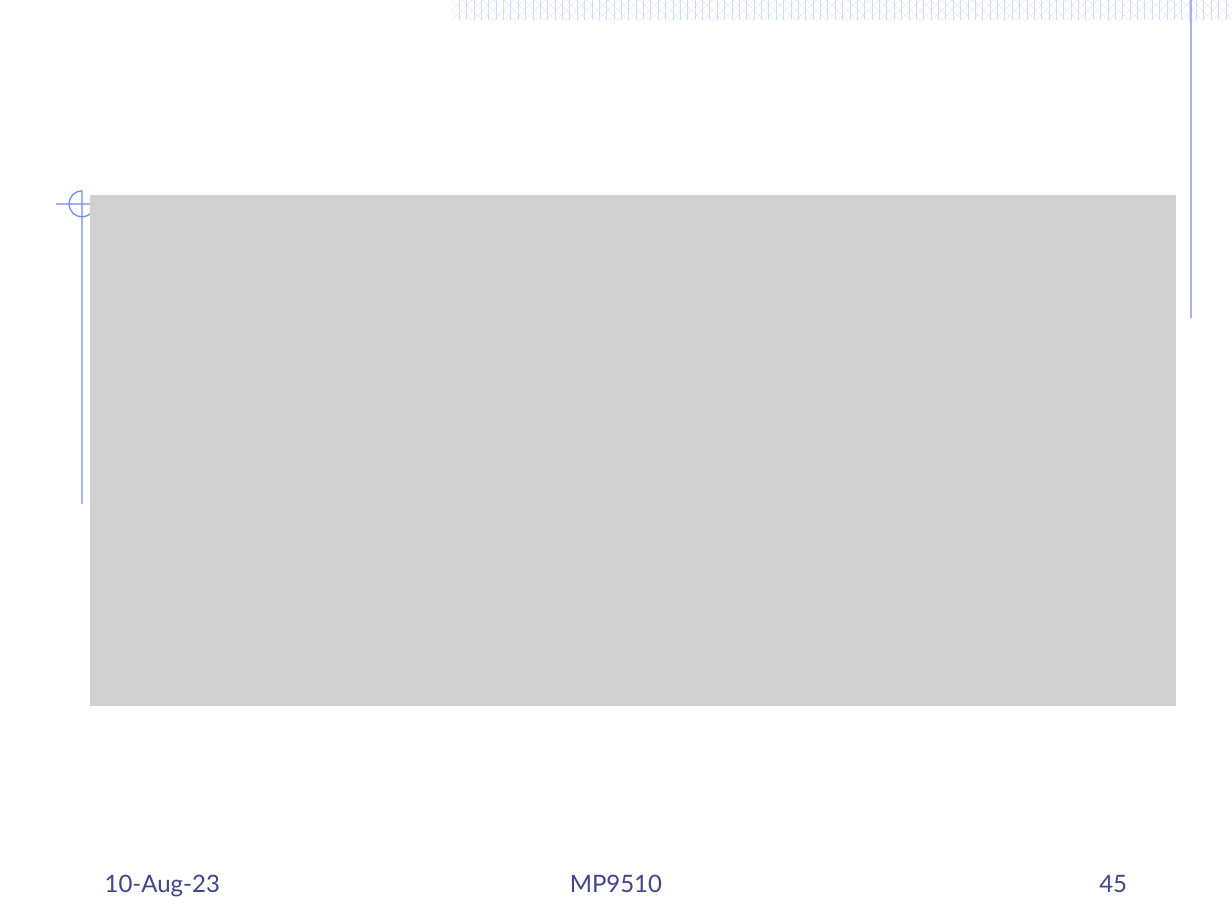
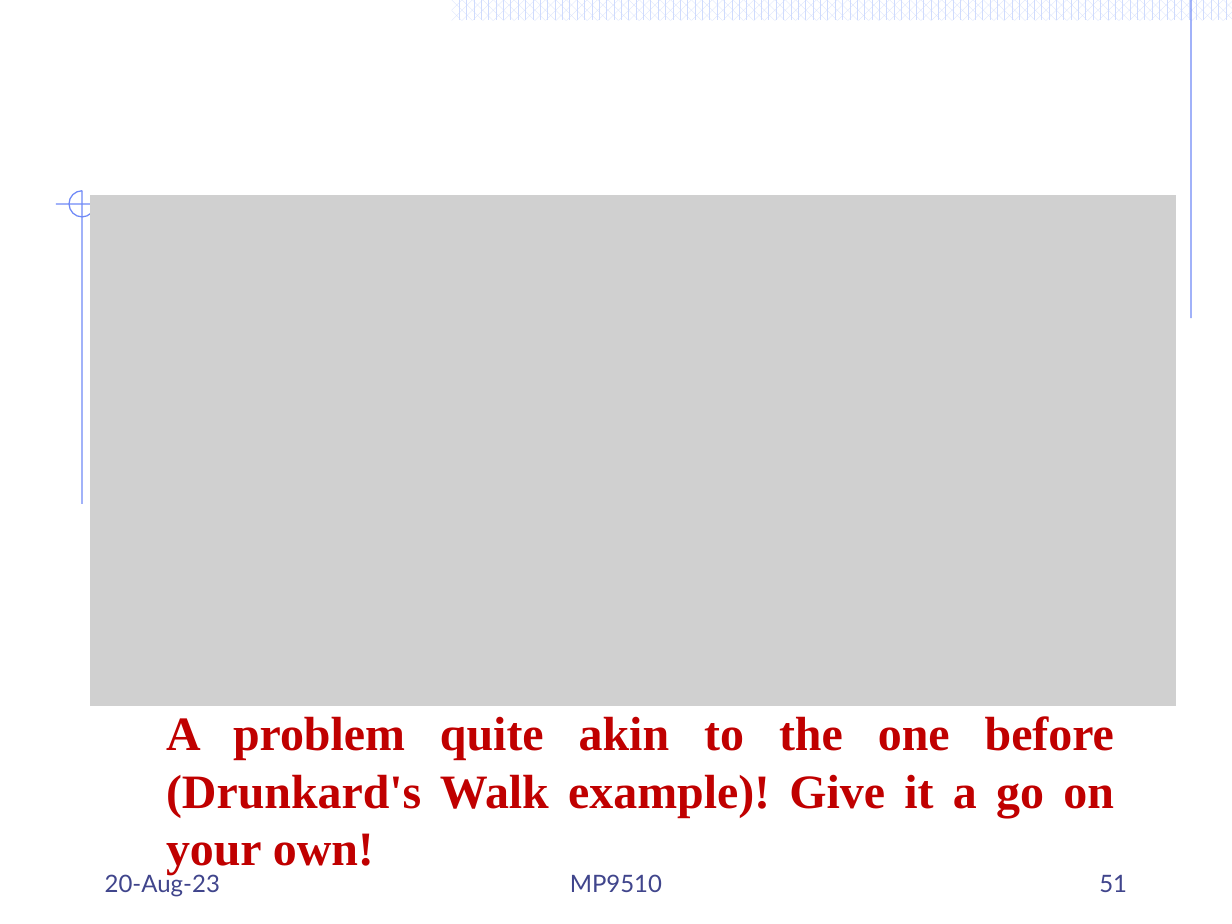
Before and after one commit to Mayooran1987/MC9510, a slide deck: slide 51 of Lect_3_Markov process.pptx (slide 45 before the commit). Drawn at 1232x924 pixels with LibreOffice and Linux fonts; fonts in the diff are those of the drawing; grey boxes stand for pictures. Boxes give left, top, right and bottom in pixels: in the first picture for what was removed or moved away, otherwise in the second. Text is boxed around its words. In the diff, an @@ line names an element or a change of style, - is before the commit and + after.

```diff
--- a/Lect_3_Markov process.pptx
+++ b/Lect_3_Markov process.pptx
@@ text added at (166,716,1114,875), 28 pt, text #C00000, bold @@
+A problem quite akin to the one before (Drunkard's Walk example)! Give it a go on your own!
@@ text at (105,871,220,897): text changed @@
-10-Aug-23
+20-Aug-23
@@ page number at (1099,875,1127,892): text changed @@
-45
+51
```
Also in this commit, not shown: 25 other slides changed, 6 slides added, 1 other file.

■ ■ ■ ■ ■

• TRY IT:
Every line of the records that includes the word "added" should be gathered.

• ANSWER BOX:
@@ text added at (166,716,1114,875), 28 pt, text #C00000, bold @@
Also in this commit, not shown: 25 other slides changed, 6 slides added, 1 other file.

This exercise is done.